Nitrogen-induced perturbation of the valence band states in GaP1-xNx alloys

The effects of diluted nitrogen impurities on the valence- and conduction-band states of GaP1-xNx have been predicted and measured experimentally. The calculation uses state-of-the-art atomistic modeling: we use large supercells with screened pseudopotentials and consider several random realizations of the nitrogen configurations. These calculations agree with photoluminescence excitation (PLE) measurements performed for nitrogen concentrations x up to 0.035 and photon energies up to 1 eV above the GaP optical-absorption edge, as well as with published ellipsometry data.

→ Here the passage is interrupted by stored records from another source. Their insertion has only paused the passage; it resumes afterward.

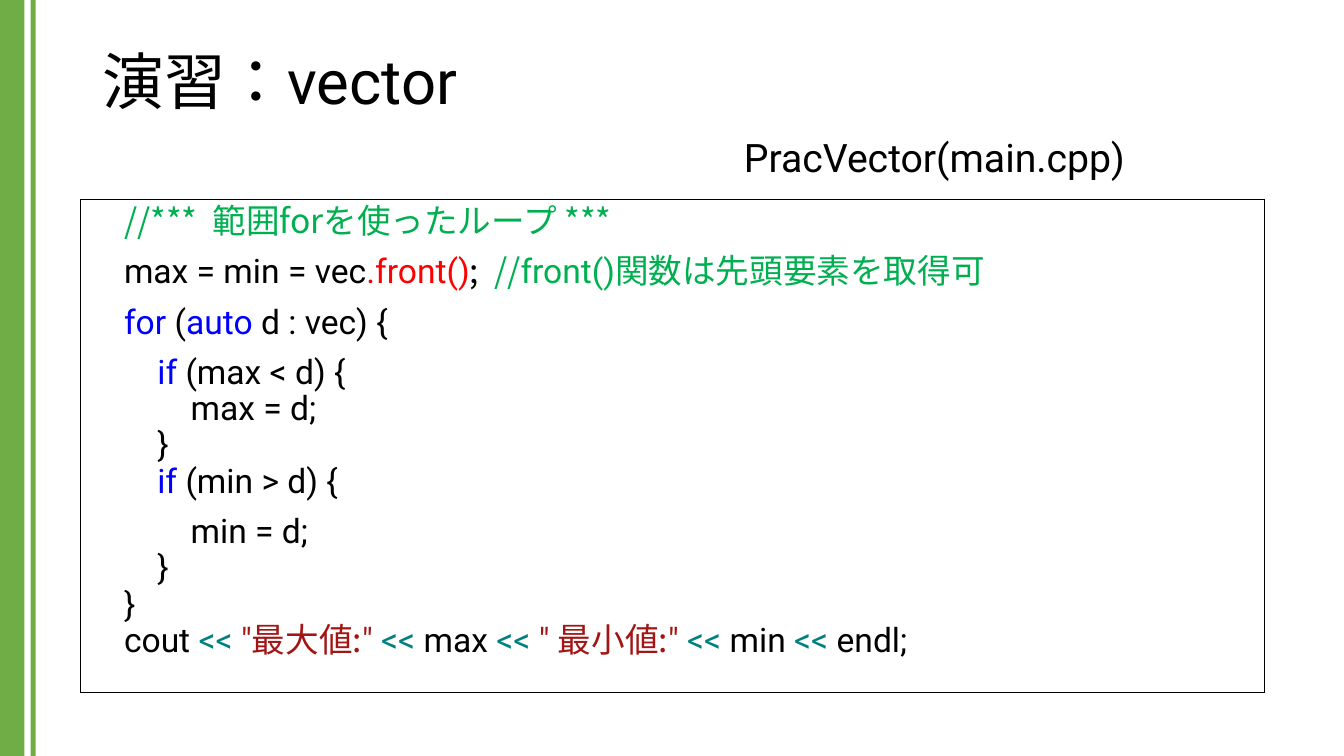
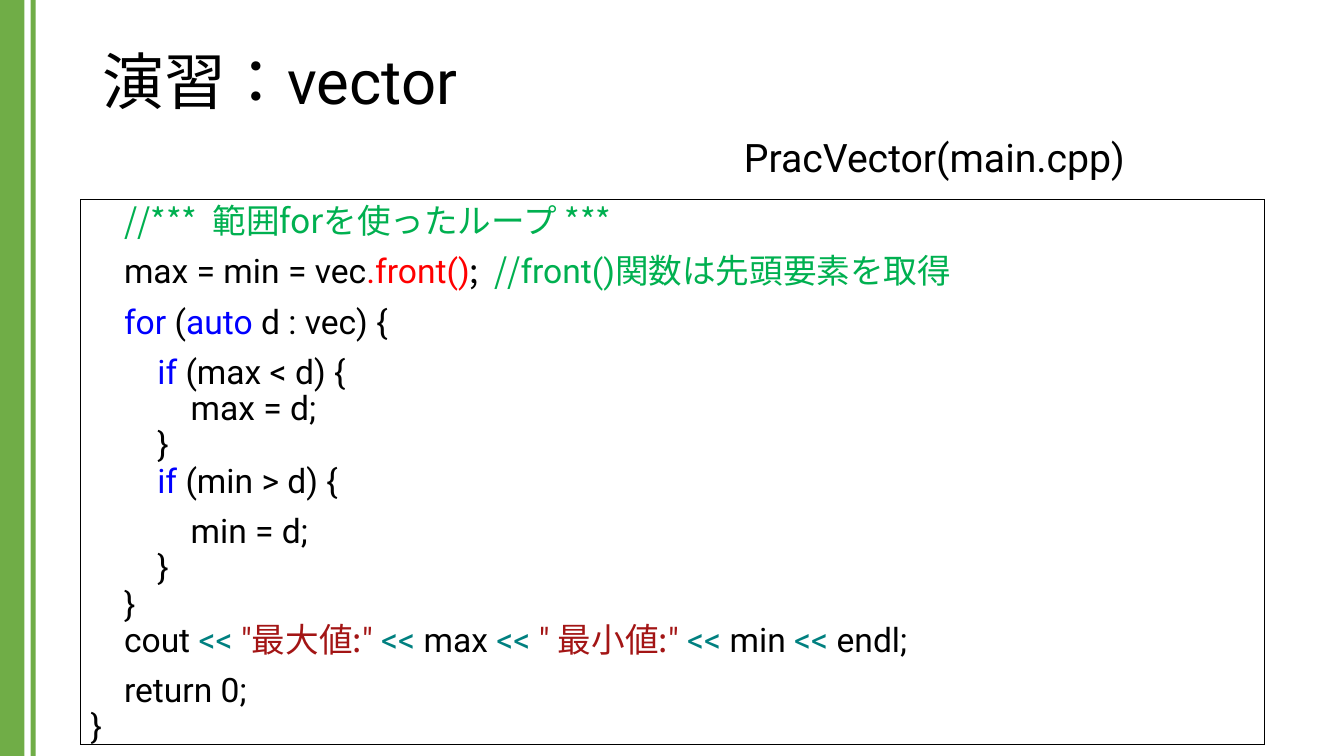
Before and after one commit to kic-murata/cpp2024, a slide deck: slide 12 of 授業資料/演習課題：vector.pptx (slide 9 before the commit). Drawn at 1344x756 pixels with LibreOffice and Linux fonts; fonts in the diff are those of the drawing. Boxes give left, top, right and bottom in pixels: in the first picture for what was removed or moved away, otherwise in the second. Text is boxed around its words. In the diff, an @@ line names an element or a change of style, - is before the commit and + after.

```diff
--- a/授業資料/演習課題：vector.pptx
+++ b/授業資料/演習課題：vector.pptx
@@ text "//*** 範囲forを使ったループ ***": place and size @@
-text "//*** 範囲forを使ったループ ***" at <box>81,200,1264,693</box>
+text "//*** 範囲forを使ったループ ***" at <box>81,200,1264,744</box>
@@ text at <box>124,254,951,291</box>: text changed @@
-max = min = vec.front(); //front()関数は先頭要素を取得可
+max = min = vec.front(); //front()関数は先頭要素を取得
@@ text at <box>124,677,247,707</box>: paragraph added @@
+return 0;
+}
```
Also in this commit, not shown: 7 other slides changed, 8 slides added, 1 other file.

In particular, a predicted nitrogen-induced buildup of the L character near the valence- and conduction-band edges accounts for the surprising broad-absorption plateau observed in PLE between the X-1c and the Gamma(1c) critical points of GaP. Moreover, theory accounts quantitatively for the downward bowing of the indirect conduction-band edge and for the upward bowing of the direct transition with increasing nitrogen concentration. We review some of the controversies in the literature regarding the shifts in the conduction band with composition, and conclude that measured results at ultralow N concentration cannot be used to judge behavior at a higher concentration. In particular, we find that at the high concentrations of nitrogen studied here (similar to 1%) the conduction-band edge (CBE) is a hybridized state made from the original GaP X-1c band-edge state plus all cluster states. In this limit, the CBE plunges down in energy as the N concentration increases, in quantitative agreement with the measurements reported here. However, at ultralow nitrogen concentrations (< 0.1%), the CBE is the nearly unperturbed host X-1c, which does not sense the nitrogen cluster levels. Thus, this state does not move energetically as nitrogen is added and stays pinned in energy, in agreement with experimental results.